How to Grow And Protect Your Brain Function

It was long believed that neurons in the human brain were incapable of growth and repair after maturity. We now know this to be false and that the human brain retains the potential for self-renewal throughout our lives. Even more exciting is that self directed neuroplasticity is a real possibility.

Neuroplasticity: The ability of the brain to form and reorganize synaptic connections, especially in response to learning or experience or following injury. Even more exciting is that self directed neuroplasticity is a real possibility.
Neurogenesis: is the process by which neurons are generated from neural stem cells and progenitor cells.
Brain-derived neurotrophic factor (BDNF): A growth factor encoded by the BDNF gene that promotes both neuroplasticity and neurogenesis.

Brain Threats & Protectors

Much to the chagrin of the pharmaceutica industry, there is no “silver bullet” for preventing and reversing cognitive decline and diseases like Alzheimer’s and Parkinson’s. Instead, what we do have is “silver buckshot” in the form of numerous dietary and lifestyle interventions that can increase the body’s production of BDNF.

Things you can take to increase neuroplasticity, and neurogenesis and BDNF levels include:

  • Exercise and movement (e.g. 10,000 steps per day)
  • High Intensity Interval Training (HIIT)
  • Ample high quality sleep
  • Healthy diets mediterrainin diet, high fruits, veggies, antioxidants, EFA’s, prebiotics (fiber), and limited carbohydrates, fats and red meat.
  • Social interaction and learning new things
  • Relaxation and Reducing and manging emotional stress
  • Probiotcs 50-Billion CFU 2x/day
  • Reduce inflamaiton with Turmeric/Curcumin
  • Herbs like Ashwaganda root and Cats Claw
  • Nicotinamine Riboside, 125mg 2x/day
  • DHA/EPA (from fish oil) 2000-3000 mg daily
  • R-lipoic acid (RLA): a fat soluble antioxidant 100mg 2x/day

Let’s review some key brain anatomy related to memory, stress, emotional processing, anxiety and vigilance:

The Limbic System: A complex set of structures that lies on both sides of the thalamus, just under the cerebrum.  It includes the hypothalamus, the hippocampus, the amygdala, and several other nearby areas.  It appears to be primarily responsible for our emotional life and has a lot to do with the formation of memories. This system is reponsible for maintaining what is called the “Limbic System Trauma Loop.”
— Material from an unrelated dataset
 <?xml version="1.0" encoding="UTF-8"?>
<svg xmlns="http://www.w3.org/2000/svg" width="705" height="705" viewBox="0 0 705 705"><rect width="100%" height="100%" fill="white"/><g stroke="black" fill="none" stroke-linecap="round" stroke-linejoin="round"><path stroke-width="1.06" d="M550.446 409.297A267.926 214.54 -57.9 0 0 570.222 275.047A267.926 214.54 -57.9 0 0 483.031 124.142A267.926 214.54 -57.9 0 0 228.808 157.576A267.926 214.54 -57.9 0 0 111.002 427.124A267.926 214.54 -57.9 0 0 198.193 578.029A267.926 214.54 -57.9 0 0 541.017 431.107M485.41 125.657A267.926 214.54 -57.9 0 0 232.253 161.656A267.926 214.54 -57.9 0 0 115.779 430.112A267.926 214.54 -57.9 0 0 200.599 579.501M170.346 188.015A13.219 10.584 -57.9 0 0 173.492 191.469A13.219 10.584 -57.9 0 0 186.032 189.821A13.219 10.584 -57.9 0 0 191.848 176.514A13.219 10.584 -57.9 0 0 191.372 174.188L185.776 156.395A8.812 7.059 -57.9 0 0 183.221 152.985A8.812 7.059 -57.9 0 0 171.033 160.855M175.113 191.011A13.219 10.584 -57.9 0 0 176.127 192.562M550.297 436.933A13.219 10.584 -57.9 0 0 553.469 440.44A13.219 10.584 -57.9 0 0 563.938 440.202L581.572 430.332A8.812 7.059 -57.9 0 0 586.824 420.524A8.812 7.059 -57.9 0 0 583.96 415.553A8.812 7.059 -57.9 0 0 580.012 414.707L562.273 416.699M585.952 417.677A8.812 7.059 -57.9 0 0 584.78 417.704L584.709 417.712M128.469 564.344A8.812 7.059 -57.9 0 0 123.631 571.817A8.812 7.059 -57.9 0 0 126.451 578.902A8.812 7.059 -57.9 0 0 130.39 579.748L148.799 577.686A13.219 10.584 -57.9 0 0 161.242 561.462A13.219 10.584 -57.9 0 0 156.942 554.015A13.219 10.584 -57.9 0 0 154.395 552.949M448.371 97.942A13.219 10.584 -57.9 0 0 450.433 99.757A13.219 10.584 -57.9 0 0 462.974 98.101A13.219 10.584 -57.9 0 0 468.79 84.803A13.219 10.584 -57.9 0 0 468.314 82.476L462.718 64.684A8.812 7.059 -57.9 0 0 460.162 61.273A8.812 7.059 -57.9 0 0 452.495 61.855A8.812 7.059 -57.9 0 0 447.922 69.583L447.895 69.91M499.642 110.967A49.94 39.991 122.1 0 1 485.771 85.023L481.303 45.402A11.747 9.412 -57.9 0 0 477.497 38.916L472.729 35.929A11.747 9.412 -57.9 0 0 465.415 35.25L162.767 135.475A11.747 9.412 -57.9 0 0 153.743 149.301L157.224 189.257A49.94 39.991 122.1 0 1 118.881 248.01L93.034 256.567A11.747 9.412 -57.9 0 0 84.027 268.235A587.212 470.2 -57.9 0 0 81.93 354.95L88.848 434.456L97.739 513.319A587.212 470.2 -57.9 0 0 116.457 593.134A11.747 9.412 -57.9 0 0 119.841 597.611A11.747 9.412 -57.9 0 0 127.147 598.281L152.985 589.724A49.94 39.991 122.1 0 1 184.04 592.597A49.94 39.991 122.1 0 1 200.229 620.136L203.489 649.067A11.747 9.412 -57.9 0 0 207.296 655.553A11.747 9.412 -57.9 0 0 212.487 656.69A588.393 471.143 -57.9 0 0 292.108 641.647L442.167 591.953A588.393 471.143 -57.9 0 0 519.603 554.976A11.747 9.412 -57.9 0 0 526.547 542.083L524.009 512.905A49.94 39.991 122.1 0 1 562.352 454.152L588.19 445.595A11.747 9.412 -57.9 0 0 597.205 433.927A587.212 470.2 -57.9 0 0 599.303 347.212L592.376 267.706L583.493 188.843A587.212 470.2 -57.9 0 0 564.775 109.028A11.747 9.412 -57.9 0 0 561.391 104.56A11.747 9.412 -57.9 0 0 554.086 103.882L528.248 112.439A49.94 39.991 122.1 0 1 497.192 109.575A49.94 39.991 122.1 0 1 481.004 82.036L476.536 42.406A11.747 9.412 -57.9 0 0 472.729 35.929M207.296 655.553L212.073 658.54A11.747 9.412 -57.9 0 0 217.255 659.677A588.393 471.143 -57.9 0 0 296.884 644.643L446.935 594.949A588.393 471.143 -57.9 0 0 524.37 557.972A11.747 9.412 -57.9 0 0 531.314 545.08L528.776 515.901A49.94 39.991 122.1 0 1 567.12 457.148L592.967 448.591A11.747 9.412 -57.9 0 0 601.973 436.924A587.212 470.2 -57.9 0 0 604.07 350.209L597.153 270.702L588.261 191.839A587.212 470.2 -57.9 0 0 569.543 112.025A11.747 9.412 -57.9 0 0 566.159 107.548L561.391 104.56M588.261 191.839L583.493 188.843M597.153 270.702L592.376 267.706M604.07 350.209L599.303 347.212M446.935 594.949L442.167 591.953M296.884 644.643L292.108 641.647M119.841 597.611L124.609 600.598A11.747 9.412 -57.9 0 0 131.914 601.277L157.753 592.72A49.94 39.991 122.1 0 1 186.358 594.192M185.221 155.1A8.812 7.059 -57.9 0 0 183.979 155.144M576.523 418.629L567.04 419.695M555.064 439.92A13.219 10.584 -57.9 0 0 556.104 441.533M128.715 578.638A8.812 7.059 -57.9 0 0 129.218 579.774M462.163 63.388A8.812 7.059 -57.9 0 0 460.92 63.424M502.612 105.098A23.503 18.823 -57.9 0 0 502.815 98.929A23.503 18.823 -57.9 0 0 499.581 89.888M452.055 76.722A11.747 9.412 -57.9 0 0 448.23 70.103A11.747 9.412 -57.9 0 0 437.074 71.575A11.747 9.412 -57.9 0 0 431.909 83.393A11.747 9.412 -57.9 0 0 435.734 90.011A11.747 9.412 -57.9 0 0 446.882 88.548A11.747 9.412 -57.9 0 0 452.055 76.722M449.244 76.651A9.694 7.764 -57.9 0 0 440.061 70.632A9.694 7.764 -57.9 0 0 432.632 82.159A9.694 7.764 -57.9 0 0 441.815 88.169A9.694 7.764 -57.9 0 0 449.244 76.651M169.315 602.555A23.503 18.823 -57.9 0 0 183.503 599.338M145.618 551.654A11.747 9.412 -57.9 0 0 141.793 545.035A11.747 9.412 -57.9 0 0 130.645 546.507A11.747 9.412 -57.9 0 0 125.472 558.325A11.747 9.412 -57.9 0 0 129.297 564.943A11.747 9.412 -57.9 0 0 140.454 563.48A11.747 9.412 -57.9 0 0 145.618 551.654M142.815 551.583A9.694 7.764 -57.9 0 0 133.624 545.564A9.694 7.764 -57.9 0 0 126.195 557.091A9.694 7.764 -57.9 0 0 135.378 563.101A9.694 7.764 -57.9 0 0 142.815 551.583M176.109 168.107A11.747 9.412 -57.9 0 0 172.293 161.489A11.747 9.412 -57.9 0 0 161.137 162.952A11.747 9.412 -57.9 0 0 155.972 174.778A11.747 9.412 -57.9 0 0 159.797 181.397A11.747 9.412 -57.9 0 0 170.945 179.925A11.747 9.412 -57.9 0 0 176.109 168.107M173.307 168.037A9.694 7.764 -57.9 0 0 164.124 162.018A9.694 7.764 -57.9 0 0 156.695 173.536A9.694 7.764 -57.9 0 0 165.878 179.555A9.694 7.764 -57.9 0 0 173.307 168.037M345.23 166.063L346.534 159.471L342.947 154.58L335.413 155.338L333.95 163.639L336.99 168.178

Hypothalamus: the Grand Central Station of the brain located just below the thalamus. It sits just inside the optic nerve tracts and just above the pituitary gland. The hypothalamus maintains homeostasis–returning various bodily functions to their set points like a thermostat. The hypothalamus is also responsible for regulating hunger. Leptin is a hormone released by fat cells when we overfeed. The hypothalamus senses the levels of leptin in the bloodstream and responds by decreasing appetite. It also governs thirst, pain response, pleasure, sexual satisfaction, anger and aggression. Even more basic to life, the hypothalamus governs the of autonomic nervous system manages pulse, blood pressure, breathing, and arousal in response to emotional circumstances.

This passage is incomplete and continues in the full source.